Astronomers to Map Transit of Venus

Tuesday’s transit of Venus could pose a problem for procrastinators: It won’t happen again for another 105 years.

Astronomers to Map Transit of Venus

Venus crosses the surface of the sun in 2004. The event will repeat Tuesday, but will not happen again until 2117.

A transit occurs when the silhouette of Venus passes across the face of the sun. Tuesday’s will be just the seventh in recorded history. Local astronomers will offer a free viewing of the event, using telescopes fitted with safety filters, at Beach 7 at Presque Isle State Park. The program begins at 6 p.m.

Transits come in pairs – the last was in 2004 – when earth, Venus and the sun align. The next one will be in 2117.

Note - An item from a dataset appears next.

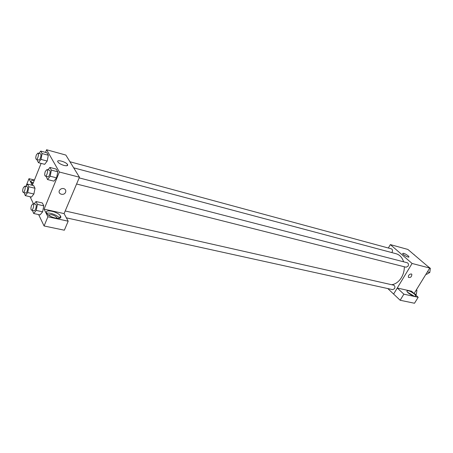 <?xml version="1.0" encoding="UTF-8"?>
<svg xmlns="http://www.w3.org/2000/svg" width="453" height="453" viewBox="0 0 453 453"><rect width="100%" height="100%" fill="white"/><g stroke="black" fill="none" stroke-linecap="round" stroke-linejoin="round"><path stroke-width="0.68" d="M388.34 248.018L390.35 244.603L407.876 249.439L429.755 268.057L414.104 293.544M411.284 273.929L411.845 274.308C411.709 276.879 410.56 277.893 408.402 277.349C408.215 275.407 409.172 274.269 411.284 273.929L411.845 274.308C411.703 276.879 410.56 277.893 408.402 277.349M397.275 288.023L411.562 291.211L418.187 297.281L403.866 294.167L397.275 288.023L393.606 294.059L387.819 288.572M390.35 244.603L412.083 263.476L429.755 268.057M412.083 263.476L393.606 294.059M414.563 294.167L415.763 295.786C416.364 298.091 407.06 293.233 406.89 291.149C407.91 290.084 410.469 291.092 414.563 294.167M414.201 296.217L407.53 292.202M408.606 293.204L412.802 295.735M403.866 294.167L400.158 300.26L393.629 294.065M418.187 297.281L414.501 303.255L400.158 300.26M408.113 255.764L408.94 256.76C409.489 258.25 402.881 254.875 402.638 253.538C403.317 252.899 405.141 253.64 408.113 255.764M391.788 252.576L392.088 252.168C392.785 250.56 392.547 249.45 391.375 248.839L69.949 161.749M66.393 217.853L392.689 289.643L394.512 288.669C395.231 286.97 394.948 285.803 393.663 285.175L65.204 210.973M76.585 184.009L406.098 267.219L408.057 266.2C408.782 264.535 408.515 263.38 407.253 262.746L79.167 177.887M391.675 284.727C395.548 284.156 398.793 281.794 401.409 277.649C403.38 274.308 404.353 270.684 404.348 266.777M403.606 261.8C402.19 257.474 399.699 254.784 396.12 253.731L73.686 167.837M60.255 216.489L60.668 216.494M45.521 152.395L46.585 149.745L65.844 155.062L79.451 177.219L64.088 213.606L68.177 221.2L47.893 216.789L44.1 209.139L64.088 213.606M68.177 221.2L64.343 230.209L44.083 225.979L38.624 214.58M30.079 196.732L33.46 203.799M48.284 214.92L51.534 214.665C54.184 215.356 56.013 216.392 57.016 217.768L57.208 218.414M59.49 218.267C58.063 215.447 49.824 212.208 46.727 213.267C43.72 208.584 58.171 211.545 60.447 216.024L60.515 216.138C63.21 220.6 49.094 217.729 46.727 213.272M33.431 182.508L31.495 182.553M32.882 183.878L31.319 182.287C30.628 180.821 31.619 180.175 34.298 180.362M34.434 180.017L28.986 178.675L32.259 185.277M28.986 178.675L26.019 186.115M47.893 216.789L44.083 225.979M34.071 203.941L36.019 201.534L42.361 202.984L43.777 205.832L42.627 211.823M47.99 169.824L49.87 167.44L56.234 169.105L57.769 171.789L56.608 177.842L53.918 181.149L47.531 179.547L46.155 176.325M39.015 153.369L40.736 151.087L46.908 152.774L48.324 155.249L47.203 161.058L44.666 164.326L38.471 162.695L37.112 160.169L37.22 159.609M25.77 186.438L27.548 184.139L33.698 185.622L35.011 188.261L33.896 194.003L31.467 197.055L25.294 195.628L24.1 192.61M46.585 149.745L59.383 172.021L44.1 209.139M32.316 185.288L41.11 163.391M64.032 165.436C61.115 164.558 59.083 163.425 57.939 162.044C55.81 159.099 65.861 161.67 67.497 164.462C68.103 165.764 66.948 166.087 64.032 165.436M59.383 172.021L79.451 177.219M63.697 188.573C65.623 189.28 66.229 190.571 65.509 192.446C63.777 196.121 57.389 193.963 59.507 190.39C60.498 188.884 61.897 188.278 63.697 188.573C65.623 189.28 66.229 190.571 65.509 192.446L65.509 192.446C63.777 196.121 57.389 193.963 59.507 190.385M40.736 151.087L42.118 153.567L40.985 159.405L38.471 162.695M36.302 159.365L38.794 160.022C40.153 160.555 41.857 153.969 40.419 153.748L37.927 153.074L36.376 154.864C35.594 157.242 35.566 158.737 36.302 159.365C37.65 159.892 39.354 153.29 37.927 153.074M40.985 159.405L47.197 161.058L48.324 155.249L46.908 152.774M42.118 153.567L48.324 155.249M49.87 167.44L51.37 170.13L50.192 176.217L47.531 179.547M45.311 176.109L47.882 176.761C49.36 177.304 51.081 170.453 49.53 170.22L46.959 169.558L45.334 171.37C44.507 173.861 44.496 175.441 45.311 176.109C46.778 176.653 48.505 169.784 46.959 169.558M50.192 176.217L56.602 177.842L57.769 171.789L56.234 169.105M51.37 170.13L57.769 171.789M27.548 184.139L28.833 186.778L27.701 192.553L25.294 195.628M23.199 192.4L25.679 192.978C27.01 193.454 28.573 186.947 27.174 186.778L24.694 186.183L23.262 187.853C22.48 190.249 22.457 191.766 23.199 192.4C24.519 192.87 26.087 186.353 24.694 186.183M27.701 192.553L33.89 194.003L35.011 188.261L33.698 185.622M28.833 186.778L35.011 188.261M36.019 201.534L37.406 204.388L36.24 210.413L33.692 213.51L32.378 210.368M31.546 210.186L34.111 210.747C35.549 211.234 37.123 204.456 35.611 204.286L33.052 203.708L31.557 205.39C30.73 207.916 30.73 209.513 31.546 210.186C32.978 210.673 34.558 203.878 33.052 203.708M36.24 210.413L42.622 211.823L40.057 214.892L33.692 213.51M42.361 202.984L43.777 205.832L42.622 211.823M37.406 204.388L43.777 205.832M411.352 252.395L414.161 254.79M413.81 254.484L414.189 254.592M427.377 266.03L430.35 268.34L429.806 272.451L426.664 274.331L426.001 274.167M427.428 271.851L429.806 272.451M429.687 268.165L430.35 268.34M429.954 271.33L430.14 269.909M416.415 289.784L416.902 290.226L416.352 294.308L415.492 294.812M414.495 293.901L416.352 294.308M416.233 290.073L416.902 290.226M416.494 293.233L416.715 291.602M415.763 295.786L415.452 296.296M408.94 256.76L408.748 257.077M56.767 218.369L57.016 217.768M60.447 216.024L59.507 218.267M67.497 164.462L66.976 165.724"/></g></svg>
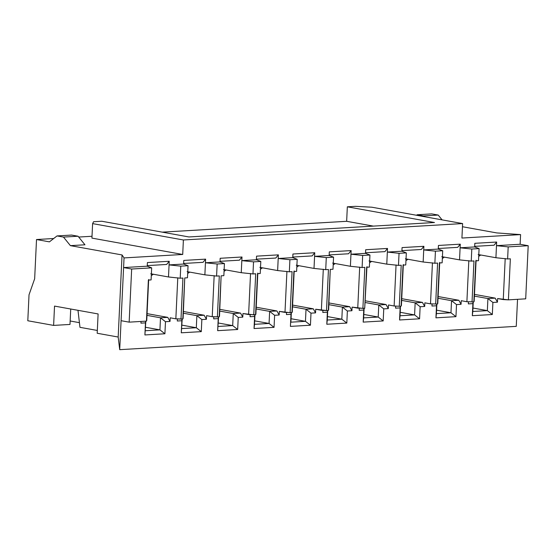 <?xml version="1.0" encoding="UTF-8"?>
<svg xmlns="http://www.w3.org/2000/svg" width="556" height="556" viewBox="0 0 556 556"><rect width="100%" height="100%" fill="white"/><g stroke="black" fill="none" stroke-linecap="round" stroke-linejoin="round"><path stroke-width="0.83" d="M294.193 270.932L292.261 311.985L291.956 312.576L290.135 312.687L279.334 311.395L284.985 312.409L286.924 271.363L284.985 312.409L291.956 312.576L293.888 271.53L296.619 271.37L297.189 259.298L292.755 257.63L278.202 258.484L289.912 259.728L297.189 259.298L289.912 259.728L289.342 271.801L292.067 271.641L290.135 312.687L292.067 271.641L289.342 271.801L277.632 270.557L259.881 267.36L277.632 270.557L278.375 254.863L275.783 258.047L256.406 259.186L275.783 258.047L278.375 254.863L256.545 256.149L256.379 259.77L260.806 261.438L253.529 261.862L252.959 273.934L241.255 272.697L223.505 269.5L241.255 272.697L241.825 260.625L253.529 261.862L260.806 261.438L260.236 273.51L257.511 273.67L255.572 314.717L248.608 314.55L250.541 273.503L248.608 314.55L242.958 313.528L253.751 314.828L255.69 273.774L252.959 273.934L255.69 273.774L253.751 314.828L255.572 314.717L255.878 314.119L257.511 273.67L260.236 273.51L260.806 261.438L256.379 259.77L241.825 260.625L241.992 257.004L239.4 260.187L241.992 257.004L220.169 258.283L219.995 261.904L205.442 262.766L217.153 264.003L216.583 276.075L204.872 274.838L187.122 271.634L204.872 274.838L205.616 259.138L203.023 262.328L205.616 259.138L183.786 260.423L183.619 264.044L169.066 264.899L180.769 266.143L180.2 278.215L168.496 276.971L150.739 273.774L168.496 276.971L169.232 261.278L166.64 264.461L169.232 261.278L147.409 262.564L147.236 266.185L123.592 267.575L124.044 257.914L122.049 254.947L70.403 245.641L63.481 237.085L57.025 235.925L49.421 241.86L36.515 239.532L34.66 278.764L29.023 294.798L27.8 320.756L53.619 325.406L54.53 306.092L98.106 313.945L97.196 333.259L118.178 337.04L122.049 254.947L118.178 337.04L119.714 349.668L123.592 267.575L121.083 320.694L129.152 322.146L121.083 320.694L119.714 349.668L516.26 326.358L517.532 299.316L516.26 326.358L119.714 349.668L118.178 337.04L97.196 333.259L98.106 313.945L54.53 306.092L53.619 325.406L27.8 320.756L29.023 294.798L34.66 278.764L36.515 239.532L49.421 241.86L57.025 235.925L71.578 235.07L57.025 235.925L63.481 237.085L78.035 236.23L71.578 235.07L78.035 236.23L63.481 237.085L70.403 245.641L122.049 254.947L124.044 257.914L182.709 254.467L91.928 238.107L92.609 223.616L93.589 221.726L101.769 221.246L188.922 236.953L101.769 221.246L93.589 221.726L92.609 223.616L91.928 238.107L182.709 254.467L183.39 239.977L92.609 223.616L183.39 239.977L182.709 254.467L124.044 257.914L123.592 267.575L131.661 269.028L123.592 267.575L147.236 266.185L151.67 267.853L131.661 269.028L129.152 322.146L131.661 269.028L151.67 267.853L147.236 266.185L147.409 262.564L169.232 261.278L168.496 276.971L180.2 278.215L182.931 278.056L180.2 278.215L180.769 266.143L188.046 265.712L180.769 266.143L169.066 264.899L183.619 264.044L188.046 265.712L183.619 264.044L183.786 260.423L205.616 259.138L204.872 274.838L216.583 276.075L219.307 275.915L216.583 276.075L217.153 264.003L224.429 263.572L217.153 264.003L205.442 262.766L219.995 261.904L224.429 263.572L219.995 261.904L220.169 258.283L241.992 257.004L241.255 272.697L252.959 273.934L253.529 261.862L241.825 260.625L256.379 259.77L256.545 256.149L278.375 254.863L277.632 270.557L289.342 271.801L289.912 259.728L278.202 258.484L292.755 257.63L297.189 259.298L296.619 271.37L293.888 271.53L291.956 312.576L294.193 270.932M286.542 312.493L286.444 314.585L290.99 314.321L291.184 312.625L290.42 326.393L310.429 325.218L310.999 313.146L315.544 312.875L315.718 309.254L321.368 310.269L323.3 269.222L321.368 310.269L326.511 310.547L328.45 269.5L325.719 269.66L314.015 268.423L314.752 252.723L292.929 254.009L292.755 257.63L292.929 254.009L314.752 252.723L312.166 255.913L314.752 252.723L314.015 268.423L296.265 265.219L314.015 268.423L325.719 269.66L326.289 257.588L314.585 256.344L329.138 255.489L329.305 251.868L351.135 250.589L350.961 254.21L365.514 253.355L365.688 249.727L387.511 248.449L387.344 252.07L401.898 251.215L402.064 247.594L423.894 246.308L423.721 249.929L438.274 249.074L438.448 245.453L460.278 244.167L460.104 247.795L474.657 246.933L474.824 243.313L496.654 242.034L496.487 245.655L520.131 244.265L520.583 234.604L520.131 244.265L528.2 245.717L525.698 298.836L508.413 299.858L497.62 298.558L497.446 302.179L492.901 302.45L492.331 314.522L472.322 315.697L472.892 303.625L468.34 303.896L468.444 301.804L468.34 303.896L472.892 303.625L472.322 315.697L492.331 314.522L492.901 302.45L497.446 302.179L497.62 298.558L503.263 299.58L505.202 258.533L503.263 299.58L508.413 299.858L510.352 258.804L508.413 299.858L525.698 298.836L528.2 245.717L508.191 246.892L507.621 258.964L510.352 258.804L507.621 258.964L495.917 257.727L478.16 254.53L495.917 257.727L496.654 242.034L474.824 243.313L474.657 246.933L460.104 247.795L460.278 244.167L438.448 245.453L438.274 249.074L423.721 249.929L423.894 246.308L402.064 247.594L401.898 251.215L387.344 252.07L387.511 248.449L365.688 249.727L365.514 253.355L350.961 254.21L362.672 255.447L362.102 267.519L364.833 267.36L362.894 308.406L352.094 307.114L351.927 310.734L347.375 311.006L346.812 323.078L326.803 324.252L327.366 312.18L322.821 312.451L322.918 310.352L322.821 312.451L327.366 312.18L326.803 324.252L346.812 323.078L347.375 311.006L351.927 310.734L352.094 307.114L357.744 308.135L359.683 267.089L357.744 308.135L364.715 308.302L362.894 308.406L364.833 267.36L362.102 267.519L350.391 266.282L332.641 263.078L350.391 266.282L351.135 250.589L329.305 251.868L329.138 255.489L314.585 256.344L326.289 257.588L325.719 269.66L328.45 269.5L326.511 310.547L315.718 309.254L315.544 312.875L313.299 308.816L315.544 312.875L310.999 313.146L306.022 309.247L313.299 308.816L292.588 305.084L313.299 308.816L306.022 309.247L310.999 313.146L310.429 325.218L305.452 321.319L310.429 325.218L290.42 326.393L290.99 314.321L286.444 314.585L286.542 312.493M298.871 265.692L296.821 267.054L298.871 265.692M292.505 306.808L306.022 309.247L305.452 321.319L290.899 322.174L291.351 312.618L290.899 322.174L305.452 321.319L306.022 309.247L292.505 306.808M292.783 257.053L312.166 255.913L292.783 257.053M291.059 318.727L305.452 321.319L291.059 318.727M256.205 307.225L276.916 310.957L279.168 315.016L279.334 311.395L279.168 315.016L276.916 310.957L269.639 311.381L274.615 315.28L279.168 315.016L274.615 315.28L269.639 311.381L276.916 310.957L256.205 307.225M262.495 267.825L260.444 269.194L262.495 267.825M69.993 324.447L53.619 325.406L69.993 324.447L70.723 309.011L69.993 324.447M79.425 322.668L70.153 320.993L79.425 322.668M256.128 308.948L269.639 311.381L269.069 323.453L254.516 324.315L254.968 314.752L254.043 328.533L254.516 324.315L269.069 323.453L274.052 327.352L269.069 323.453L269.639 311.381L256.128 308.948M257.817 273.072L255.878 314.119L257.817 273.072M250.158 314.633L250.061 316.725L254.606 316.454L254.801 314.765L254.043 328.533L274.052 327.352L274.615 315.28L274.052 327.352L254.043 328.533L254.606 316.454L250.061 316.725L250.158 314.633M92.011 236.265L78.702 237.051L92.011 236.265M53.703 238.517L36.515 239.532L53.703 238.517M84.957 244.786L70.403 245.641L84.957 244.786L78.035 236.23L84.957 244.786M146.436 321.132L129.152 322.146L146.436 321.132L146.742 320.534L148.369 280.085L146.436 321.132M148.674 279.487L146.742 320.534L148.674 279.487M141.002 321.451L140.925 323.14L145.47 322.876L145.658 321.18L144.901 334.948L145.832 321.166L144.901 334.948L164.91 333.767L159.933 329.875L145.38 330.73L159.933 329.875L164.91 333.767L165.479 321.695L160.496 317.803L159.933 329.875L145.54 327.275L159.933 329.875L160.496 317.803L165.479 321.695L170.025 321.431L167.773 317.372L160.496 317.803L167.773 317.372L170.025 321.431L170.199 317.81L175.842 318.824L177.781 277.778L175.842 318.824L170.199 317.81L170.025 321.431L165.479 321.695L164.91 333.767L144.901 334.948L145.47 322.876L140.925 323.14L141.002 321.451M147.069 313.64L167.773 317.372L147.069 313.64M153.352 274.247L151.301 275.609L153.352 274.247M183.119 318.4L182.813 318.998L175.842 318.824L180.992 319.102L182.931 278.056L180.992 319.102L182.813 318.998L184.752 277.944L187.476 277.785L188.046 265.712L187.476 277.785L184.752 277.944L183.119 318.4M177.399 318.908L177.301 321L181.847 320.736L182.041 319.04L181.277 332.808L182.208 319.033L181.277 332.808L201.286 331.633L196.31 327.734L181.756 328.589L196.31 327.734L201.286 331.633L201.856 319.561L196.88 315.662L196.31 327.734L181.923 325.142L196.31 327.734L196.88 315.662L201.856 319.561L206.408 319.29L204.156 315.231L196.88 315.662L204.156 315.231L206.408 319.29L206.575 315.669L212.225 316.691L214.164 275.637L212.225 316.691L206.575 315.669L206.408 319.29L201.856 319.561L201.286 331.633L181.277 332.808L181.847 320.736L177.301 321L177.399 318.908M183.445 311.499L204.156 315.231L183.445 311.499M189.728 272.106L187.678 273.469L189.728 272.106M219.502 316.26L219.196 316.857L212.225 316.691L217.375 316.962L219.307 275.915L217.375 316.962L219.196 316.857L221.128 275.811L223.859 275.651L224.429 263.572L223.859 275.651L221.128 275.811L219.502 316.26M213.782 316.774L213.685 318.866L218.23 318.595L218.425 316.899L217.66 330.667L218.591 316.892L217.66 330.667L237.669 329.493L232.693 325.594L218.14 326.448L232.693 325.594L237.669 329.493L238.239 317.42L233.263 313.521L232.693 325.594L218.299 323.001L232.693 325.594L233.263 313.521L238.239 317.42L242.784 317.149L240.533 313.097L233.263 313.521L240.533 313.097L242.784 317.149L242.958 313.528L242.784 317.149L238.239 317.42L237.669 329.493L217.66 330.667L218.23 318.595L213.685 318.866L213.782 316.774M219.828 309.358L240.533 313.097L219.828 309.358M226.111 269.966L224.061 271.328L226.111 269.966M79.967 327.331L77.986 310.317L79.967 327.331L97.328 330.459L79.967 327.331M254.683 320.861L269.069 323.453L254.683 320.861M148.369 280.085L151.1 279.925L151.67 267.853L151.1 279.925L148.369 280.085M146.986 315.363L160.496 317.803L146.986 315.363M183.362 313.223L196.88 315.662L183.362 313.223M219.745 311.089L233.263 313.521L219.745 311.089M220.023 261.327L239.4 260.187L220.023 261.327M183.64 263.468L203.023 262.328L183.64 263.468M147.264 265.601L166.64 264.461L147.264 265.601M431.741 213.893L438.197 215.061L442.089 219.87L438.197 215.061L431.741 213.893L417.188 214.748L431.741 213.893M462.46 226.737L496.758 232.922L520.583 234.604L496.758 232.922L462.46 226.737M461.237 300.699L461.063 304.32L456.518 304.591L455.948 316.663L435.939 317.837L436.509 305.765L431.963 306.029L432.061 303.937L431.963 306.029L436.509 305.765L435.939 317.837L455.948 316.663L456.518 304.591L461.063 304.32L461.237 300.699L466.887 301.72L461.237 300.699M424.853 302.839L424.687 306.46L420.141 306.724L419.572 318.796L399.562 319.978L400.132 307.906L395.58 308.17L395.677 306.078L395.58 308.17L400.132 307.906L399.562 319.978L419.572 318.796L420.141 306.724L424.687 306.46L424.853 302.839L430.504 303.854L424.853 302.839M388.477 304.973L388.303 308.601L383.758 308.865L383.188 320.937L363.179 322.112L363.749 310.039L359.204 310.311L359.301 308.219L359.204 310.311L363.749 310.039L363.179 322.112L383.188 320.937L383.758 308.865L388.303 308.601L388.477 304.973L394.128 305.995L388.477 304.973M346.652 221.302L347.333 206.811L355.52 206.332L347.333 206.811L434.486 222.518L188.922 236.953L434.486 222.518L347.333 206.811L346.652 221.302L373.361 226.111L346.652 221.302L162.213 232.144L346.652 221.302M461.925 238.051L520.583 234.604L461.925 238.051L462.606 223.568L183.39 239.977L462.606 223.568L371.825 207.207L355.52 206.332L371.825 207.207L462.606 223.568L461.925 238.051M416.534 215.262L417.188 214.748L423.644 215.916L438.197 215.061L423.644 215.916L424.242 216.652L423.644 215.916L417.188 214.748L416.534 215.262M328.638 309.845L328.332 310.443L326.511 310.547L328.332 310.443L330.271 269.396L332.995 269.229L333.565 257.157L326.289 257.588L333.565 257.157L329.138 255.489L333.565 257.157L332.995 269.229L330.271 269.396L328.638 309.845M495.194 298.127L497.446 302.179L495.194 298.127L487.918 298.551L492.901 302.45L487.918 298.551L487.348 310.623L492.331 314.522L487.348 310.623L472.802 311.478L472.322 315.697L473.246 301.922L472.802 311.478L487.348 310.623L487.918 298.551L495.194 298.127L474.483 294.388L495.194 298.127M480.773 254.995L478.723 256.358L480.773 254.995M473.08 301.929L472.892 303.625L473.08 301.929M476.096 260.243L474.164 301.289L473.851 301.887L466.887 301.72L468.819 260.667L466.887 301.72L473.851 301.887L476.096 260.243M458.818 300.261L461.063 304.32L458.818 300.261L451.541 300.692L456.518 304.591L451.541 300.692L450.972 312.764L455.948 316.663L450.972 312.764L436.418 313.619L435.939 317.837L436.87 304.062L436.418 313.619L450.972 312.764L451.541 300.692L458.818 300.261L438.107 296.529L458.818 300.261M444.39 257.136L442.34 258.498L444.39 257.136M436.703 304.069L436.509 305.765L436.703 304.069M439.72 262.383L437.78 303.43L437.475 304.028L430.504 303.854L432.443 262.807L430.504 303.854L437.475 304.028L439.72 262.383M422.435 302.401L424.687 306.46L422.435 302.401L415.158 302.832L420.141 306.724L415.158 302.832L414.588 314.904L419.572 318.796L414.588 314.904L400.035 315.759L399.562 319.978L400.487 306.196L400.035 315.759L414.588 314.904L415.158 302.832L422.435 302.401L401.724 298.669L422.435 302.401M408.014 259.277L405.963 260.639L408.014 259.277M400.32 306.21L400.132 307.906L400.32 306.21M403.336 264.517L401.404 305.564L401.091 306.161L399.277 306.273L394.128 305.995L396.06 264.948L394.128 305.995L399.277 306.273L401.091 306.161L401.404 305.564L403.336 264.517M386.059 304.542L388.303 308.601L386.059 304.542L378.782 304.966L383.758 308.865L378.782 304.966L378.212 317.038L383.188 320.937L378.212 317.038L363.659 317.893L363.179 322.112L364.11 308.337L363.659 317.893L378.212 317.038L378.782 304.966L386.059 304.542L365.348 300.81L386.059 304.542M371.63 261.41L369.58 262.779L371.63 261.41M363.944 308.351L363.749 310.039L363.944 308.351M366.96 266.658L364.715 308.302L366.96 266.658M328.964 302.944L349.675 306.676L351.927 310.734L349.675 306.676L342.399 307.107L347.375 311.006L342.399 307.107L341.829 319.179L346.812 323.078L341.829 319.179L327.275 320.034L326.803 324.252L327.727 310.477L327.275 320.034L341.829 319.179L342.399 307.107L349.675 306.676L328.964 302.944M335.254 263.551L333.204 264.913L335.254 263.551M327.56 310.484L327.366 312.18L327.56 310.484M474.407 296.119L487.918 298.551L474.407 296.119M472.961 308.031L487.348 310.623L472.961 308.031M478.514 260.681L475.79 260.84L473.851 301.887L475.79 260.84L478.514 260.681L479.084 248.608L471.808 249.032L471.245 261.105L473.969 260.945L472.037 301.991L473.969 260.945L471.245 261.105L459.534 259.867L441.784 256.663L459.534 259.867L460.104 247.795L471.808 249.032L479.084 248.608L474.657 246.933L479.084 248.608L478.514 260.681M438.024 298.252L451.541 300.692L438.024 298.252M436.578 310.172L450.972 312.764L436.578 310.172M442.138 262.814L439.407 262.974L437.475 304.028L439.407 262.974L442.138 262.814L442.708 250.742L435.431 251.173L434.861 263.245L437.593 263.085L435.654 304.132L437.593 263.085L434.861 263.245L423.158 262.001L405.4 258.804L423.158 262.001L423.721 249.929L435.431 251.173L442.708 250.742L438.274 249.074L442.708 250.742L442.138 262.814M401.647 300.393L415.158 302.832L401.647 300.393M400.202 312.305L414.588 314.904L400.202 312.305M405.755 264.955L403.03 265.115L401.091 306.161L403.03 265.115L405.755 264.955L406.325 252.883L399.048 253.307L398.478 265.386L401.21 265.226L399.277 306.273L401.21 265.226L398.478 265.386L386.774 264.142L369.024 260.945L386.774 264.142L387.344 252.07L399.048 253.307L406.325 252.883L401.898 251.215L406.325 252.883L405.755 264.955M365.264 302.534L378.782 304.966L365.264 302.534M363.819 314.446L378.212 317.038L363.819 314.446M369.379 267.095L366.647 267.255L364.715 308.302L366.647 267.255L369.379 267.095L369.948 255.023L362.672 255.447L369.948 255.023L365.514 253.355L369.948 255.023L369.379 267.095M328.888 304.667L342.399 307.107L328.888 304.667M327.442 316.586L341.829 319.179L327.442 316.586M365.542 252.771L384.926 251.632L387.511 248.449L384.926 251.632L365.542 252.771M401.925 250.631L421.302 249.491L423.894 246.308L421.302 249.491L401.925 250.631M438.302 248.497L457.685 247.357L460.278 244.167L457.685 247.357L438.302 248.497M474.685 246.357L494.062 245.217L496.654 242.034L494.062 245.217L474.685 246.357M496.487 245.655L508.191 246.892L528.2 245.717L520.131 244.265L496.487 245.655L495.917 257.727L507.621 258.964L508.191 246.892L496.487 245.655M329.166 254.912L348.542 253.772L351.135 250.589L348.542 253.772L329.166 254.912M459.534 259.867L471.245 261.105L471.808 249.032L460.104 247.795L459.534 259.867M423.158 262.001L434.861 263.245L435.431 251.173L423.721 249.929L423.158 262.001M386.774 264.142L398.478 265.386L399.048 253.307L387.344 252.07L386.774 264.142M350.961 254.21L350.391 266.282L362.102 267.519L362.672 255.447L350.961 254.21"/></g></svg>

Venus will appear as a small black dot on the sun, similar to a hole-punch. “It’s a bit like an eclipse,” said Darren Williams, associate professor of physics and astronomy at Penn State Erie, The Behrend College. “But only if you shrink the moon a lot, and put it very far away.”

The mark is tiny: Venus covers just 1 percent of the sun’s width. But astronomers have learned a great deal from transits since the first was observed in 1639. Early star-gazers used the event to determine the astronomical unit, or AU – the earth’s distance from the sun.

“That was the Holy Grail of astronomy in the 18th and 19th centuries,” said David Hurd, the planetarium director at Edinboro University of Pennsylvania. “If you could find that unit, you could calculate definitive distances. You could determine how far we are from the sun.”

(There is, of course, now an app for that. The free VenusTransit phone app will allow users to time and map portions of Tuesday’s transit, and to add that data to an international database.)

Hurd and Jim Gavio, director of the Erie Planetarium, will lead Tuesday’s viewing at Presque Isle State Park. Hurd also will speak about the historical significance of transits during a 4 p.m. talk at the Tom Ridge Environmental Center, 301 Peninsula Drive.